(PROVIDED DATA Opens)

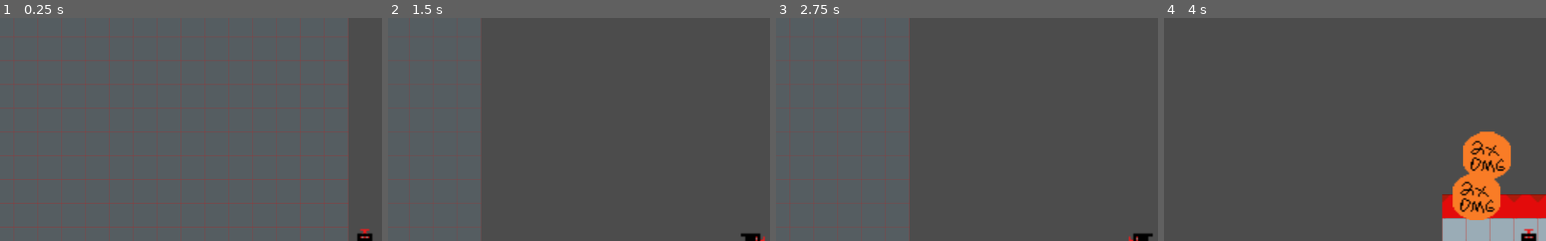
Above: before the commit, frames 1-4 (left to right).
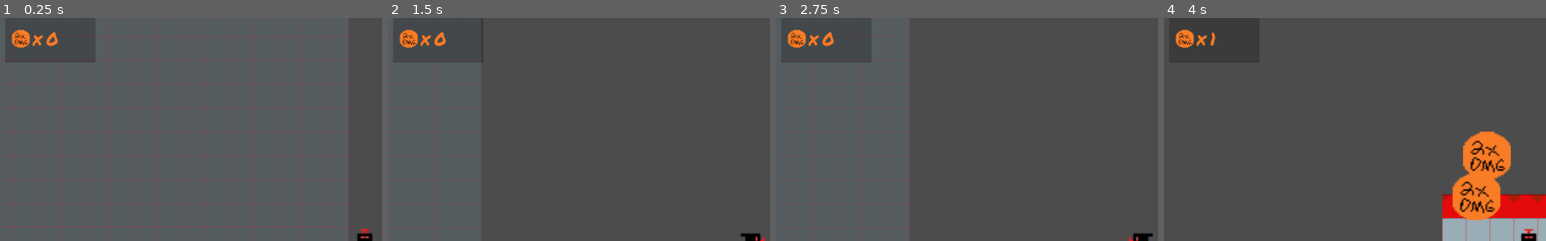
Above: after the commit, the same moments.

Repository: tompasini/Born4Lazers
Game: Godot game, scene res://Level1.tscn
Two runs of this game, one before a commit and one after it. Both use one fixed random seed, a clock stepped at 60 frames per second and the inputs below.
Inputs:
- Up to frame 1 (0.25 s): no input
- Up to frame 2 (1.5 s): tap Enter at 0.5 s; hold D (right) from 0.53 s (still down); tap Space (jump) at 0.77 s
- Up to frame 3 (2.75 s): tap Space (jump) at 1.52 s; release D (right) at 2.03 s; hold A (left) from 2.03 s (still down)
- Up to frame 4 (4 s): release A (left) at 2.78 s; hold D (right) from 2.78 s (still down); tap Space (jump) at 3.02, 3.77 s
The pictures show only the part of the screen within x 2-52%, y 0-50%; the shares and areas given below are measured in that part.

The runs differ from the first frame. In frame 1, 0.6% of the frame differs, in the area x 3-23%, y 5-20%; in frame 2, 0.6%; in frame 3, 0.6%; in frame 4, 0.5%.

Commit message:
started hud with dmg power up count

Diff:
--- /dev/null
+++ b/HUD.gd
@@ -0,0 +1,8 @@
+extends CanvasLayer
+
+func _ready():
+	$DmgPowerUpQty.text = str(PowerUps.dmgPowerUps)
+
+
+func _on_LZer_dmg_power_up_collected():
+	_ready()
--- a/Level1.tscn
+++ b/Level1.tscn
@@ -1,9 +1,12 @@
-[gd_scene load_steps=8 format=2]
+[gd_scene load_steps=13 format=2]
 
 [ext_resource path="res://RedTileset1.tres" type="TileSet" id=1]
 [ext_resource path="res://LZer.tscn" type="PackedScene" id=2]
 [ext_resource path="res://RedTilesetOneWay.tres" type="TileSet" id=3]
 [ext_resource path="res://2xDamage.tscn" type="PackedScene" id=4]
+[ext_resource path="res://Assets/Power Ups/2xDamage.png" type="Texture" id=5]
+[ext_resource path="res://Assets/Fonts/PermanentMarker-Regular.ttf" type="DynamicFontData" id=6]
+[ext_resource path="res://HUD.gd" type="Script" id=7]
 
 [sub_resource type="RectangleShape2D" id=1]
 extents = Vector2( 24, 8 )
@@ -13,6 +16,13 @@
 
 [sub_resource type="RectangleShape2D" id=3]
 extents = Vector2( 225, 56 )
+
+[sub_resource type="StyleBoxFlat" id=4]
+bg_color = Color( 0.0196078, 0.0196078, 0.0196078, 0.243137 )
+
+[sub_resource type="DynamicFont" id=5]
+size = 24
+font_data = ExtResource( 6 )
 
 [node name="Level1" type="Node2D"]
 
@@ -76,4 +86,40 @@
 [node name="2xDamage3" parent="." instance=ExtResource( 4 )]
 position = Vector2( 375, 153 )
 
+[node name="HUD" type="CanvasLayer" parent="."]
+script = ExtResource( 7 )
+
+[node name="Panel" type="Panel" parent="HUD"]
+margin_left = 30.0
+margin_right = 151.0
+margin_bottom = 60.0
+custom_styles/panel = SubResource( 4 )
+
+[node name="TextureRect" type="TextureRect" parent="HUD"]
+margin_left = 39.0
+margin_top = 16.0
+margin_right = 63.0
+margin_bottom = 40.0
+texture = ExtResource( 5 )
+expand = true
+
+[node name="x" type="Label" parent="HUD"]
+margin_left = 67.0
+margin_top = 10.0
+margin_right = 101.0
+margin_bottom = 45.0
+custom_colors/font_color = Color( 0.980392, 0.490196, 0.152941, 1 )
+custom_fonts/font = SubResource( 5 )
+text = "x"
+
+[node name="DmgPowerUpQty" type="Label" parent="HUD"]
+margin_left = 85.0
+margin_top = 10.0
+margin_right = 119.0
+margin_bottom = 45.0
+custom_colors/font_color = Color( 0.980392, 0.490196, 0.152941, 1 )
+custom_fonts/font = SubResource( 5 )
+text = "##"
+
+[connection signal="dmg_power_up_collected" from="LZer" to="HUD" method="_on_LZer_dmg_power_up_collected"]
 [connection signal="body_entered" from="FallZone" to="LZer" method="_on_FallZone_body_entered"]
--- a/Scripts/2xDamage.gd
+++ b/Scripts/2xDamage.gd
@@ -1,10 +1,10 @@
 extends Area2D
-
-
 
 func _on_2xDamage_body_entered(body):
 	$AnimationPlayer.play("bounce")
-	body.multiply_damage(2)
+	PowerUps.dmgPowerUps += 1
+	body.emit_signal("dmg_power_up_collected")
+	set_collision_mask_bit(0, false)
 
 func _on_AnimationPlayer_animation_finished(anim_name):
 	queue_free()
--- /dev/null
+++ b/Scripts/Global/PowerUps.gd
@@ -0,0 +1,7 @@
+extends Node
+
+var dmgPowerUps = 0
+var fireRatePowerUps = 0
+
+func _ready():
+	pass
--- a/Scripts/LZer.gd
+++ b/Scripts/LZer.gd
@@ -5,6 +5,8 @@
 const SPEED = 180
 const JUMPFORCE = -550
 const GRAVITY = 35
+
+signal dmg_power_up_collected
 
 func _physics_process(delta):
 	if (Input.is_action_pressed("right")):
@@ -34,6 +36,5 @@
 func _on_FallZone_body_entered(body):
 	get_tree().reload_current_scene()
 
-func multiply_damage(modifier):
-	damage *= modifier
-	print(damage)
+func get_damage():
+	return (PowerUps.dmgPowerUps * damage) if (PowerUps.dmgPowerUps) else damage
--- a/project.godot
+++ b/project.godot
@@ -13,6 +13,10 @@
 config/name="Born4Lazers"
 run/main_scene="res://Level1.tscn"
 config/icon="res://icon.png"
+
+[autoload]
+
+PowerUps="*res://Scripts/Global/PowerUps.gd"
 
 [input]
 
Binary file added: Assets/Fonts/PermanentMarker-Regular.ttf

(PROVIDED DATA Closes)

§ EXERCISE:
Copy out all lines from the records where the word "Regular" appears.

§ SOLUTION FOR THIS EXERCISE:
+[ext_resource path="res://Assets/Fonts/PermanentMarker-Regular.ttf" type="DynamicFontData" id=6]
Binary file added: Assets/Fonts/PermanentMarker-Regular.ttf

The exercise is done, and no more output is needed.